David Recine

TOEFL Reading Practice: New Information and Inferences

As I mentioned in a previous post, the TOEFL measures your ability to do the following:

1) Understand new information
2) Make inferences based on new information
3) Add your own information to new information
4) Create completely original new information

The TOEFL Reading section focuses on skills 1, 2, and 3 in the list above. TOEFL Reading especially measures your ability to understand new information and make inferences. This post will focus on those two skills.

To practice learning new words and phrases, look for reading material with challenging vocabulary in it. Movie reviews can be a fun source of new vocabulary. Reviewers seem to enjoy using big and unusual words. I’ve found this to be especially true of movie reviews at The AV Club, but just about any movie review can be good for this. Educational websites like National Geographic offer challenging vocabulary as well. To really build on your skills, you may also want to look up articles on Google Scholar. Scholarly articles can really stretch the limits of your vocabulary.

TOEFL Reading also measures your ability to learn new information from sentences, paragraphs, and whole reading passages. To practice this skill, find an article from the Internet. Copy it into a Word document and edit it. Try to make the article shorter without getting rid of any important information. Are there sentences that can be combined together? Are there sentences that can be completely removed from the article? Which paragraphs can be shortened or removed? Which information cannot be changed or shortened, because it is too important to the article as a whole? This activity can help you identify all the important pieces of information in a passage. From there, you can understand the main idea (or main ideas) of the article.

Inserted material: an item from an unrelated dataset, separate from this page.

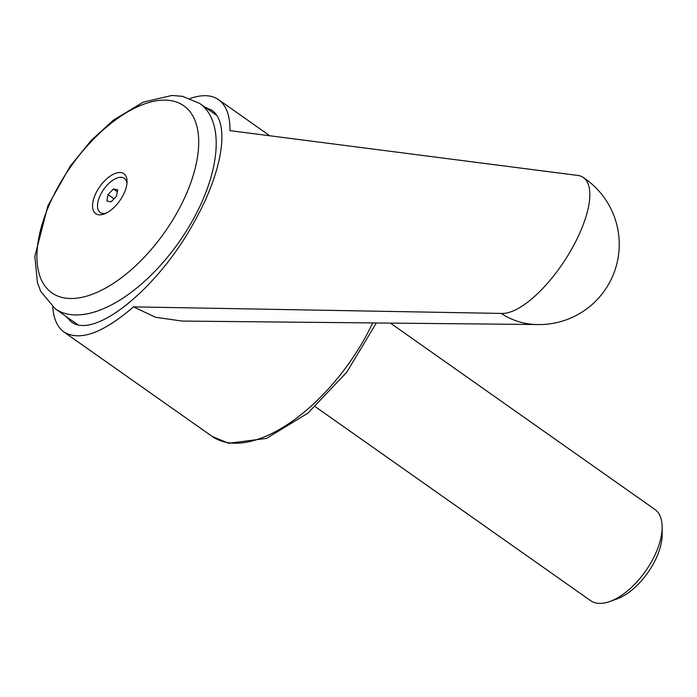 <?xml version="1.0" encoding="UTF-8"?>
<svg xmlns="http://www.w3.org/2000/svg" width="697" height="697" viewBox="0 0 697 697"><rect width="100%" height="100%" fill="white"/><g stroke="black" fill="none" stroke-linecap="round" stroke-linejoin="round"><path stroke-width="1.05" d="M190.211 98.451C202.06 94.409 211.513 94.818 218.562 99.662C226.264 105.256 230.071 115.589 229.984 130.644L576.837 175.313A80.207 30.337 123.3 0 1 583.023 177.308A80.207 80.207 0 0 1 533.292 324.375A80.207 72.645 -85.9 0 1 501.221 313.423L133.502 306.863L155.562 317.283L182.144 321.064L536.15 324.523M204.97 107.155L211.6 110.117C230.071 122.149 223.014 170.068 195.465 219.738C159.447 287.347 94.208 340.72 70.963 321.587L65.875 316.29M63.871 297.863A114.456 57.293 -54.8 0 0 178.057 210.843A114.456 57.293 -54.8 0 0 171.767 100.777A114.456 57.293 -54.8 0 0 57.59 187.798A114.456 57.293 -54.8 0 0 63.871 297.863M96.953 191.213A24.412 12.215 -54.8 0 0 104.149 214.005A24.412 12.215 -54.8 0 0 122.646 196.127A24.412 12.215 -54.8 0 0 127.046 181.499A24.412 12.215 -54.8 0 0 115.972 173.161A24.412 12.215 -54.8 0 0 96.953 191.213M105.883 213.282A20.91 10.464 125.2 0 1 101.265 193.304A20.91 10.464 125.2 0 1 116.765 178.118A20.91 10.464 125.2 0 1 126.95 183.381M390.39 323.103L654.858 509.42A55.795 27.932 125.2 0 1 662.141 527.115A55.795 27.932 125.2 0 1 652.087 560.649A55.795 27.932 125.2 0 1 609.701 601.546A55.795 27.932 125.2 0 1 590.586 600.648L315.332 406.717M662.141 527.115L662.15 534.66A48.25 24.151 125.2 0 1 653.455 563.655A48.25 24.151 125.2 0 1 616.81 599.019L609.701 601.546M111.102 201.816L106.868 201.006L108.035 194.594L113.437 189L117.68 189.811L116.512 196.223L111.102 201.816M114.012 198.811L108.035 194.594M117.323 191.736L113.437 189M583.023 177.308A80.207 30.337 123.3 0 1 568.822 253.961A80.207 30.337 123.3 0 1 501.221 313.423M133.502 306.863C103.008 333.122 79.841 341.513 64.011 332.042C57.372 327.259 53.617 318.886 52.745 306.907M376.345 322.964L346.697 372.303L307.9 413.147L266.489 438.396L228.651 443.275L212.088 436.366A139.487 69.822 -54.8 0 0 226.673 442.429A139.487 69.822 -54.8 0 0 365.838 336.381A139.487 69.822 -54.8 0 0 372.703 322.929M68.306 314.216A125.538 62.843 -54.8 0 0 193.557 218.762A125.538 62.843 -54.8 0 0 199.786 103.496L182.701 96.352L171.985 95.454L143.303 102.119L113.419 120.128L91.263 140.367L70.266 166.13L47.927 205.702L34.85 256.357L37.446 282.738L40.748 291.416L55.176 308.754A125.538 62.843 -54.8 0 0 68.306 314.216M269.817 135.776L218.562 99.662M77.594 324.549L55.176 308.754M216.689 115.406L199.786 103.496M212.088 436.366L64.011 332.042"/></g></svg>

Practice for your TOEFL exam with Magoosh.

Making inferences based on new information can be more challenging. Inferred information is not stated directly in the reading. How can you be sure you are inferring information correctly? Start practicing this skill by reading English language articles about things you are familiar with. English language news about your own country can be a helpful resource. Try international news sites such as Al Jazeera English or BBC World. You could also read about a favorite interest of yours. When you read about familiar subjects, try to infer you already know. For an example of how this can work, take this passage:

The People’s Republic of China is a socialist republic ruled by a single party, the Communist Party of China.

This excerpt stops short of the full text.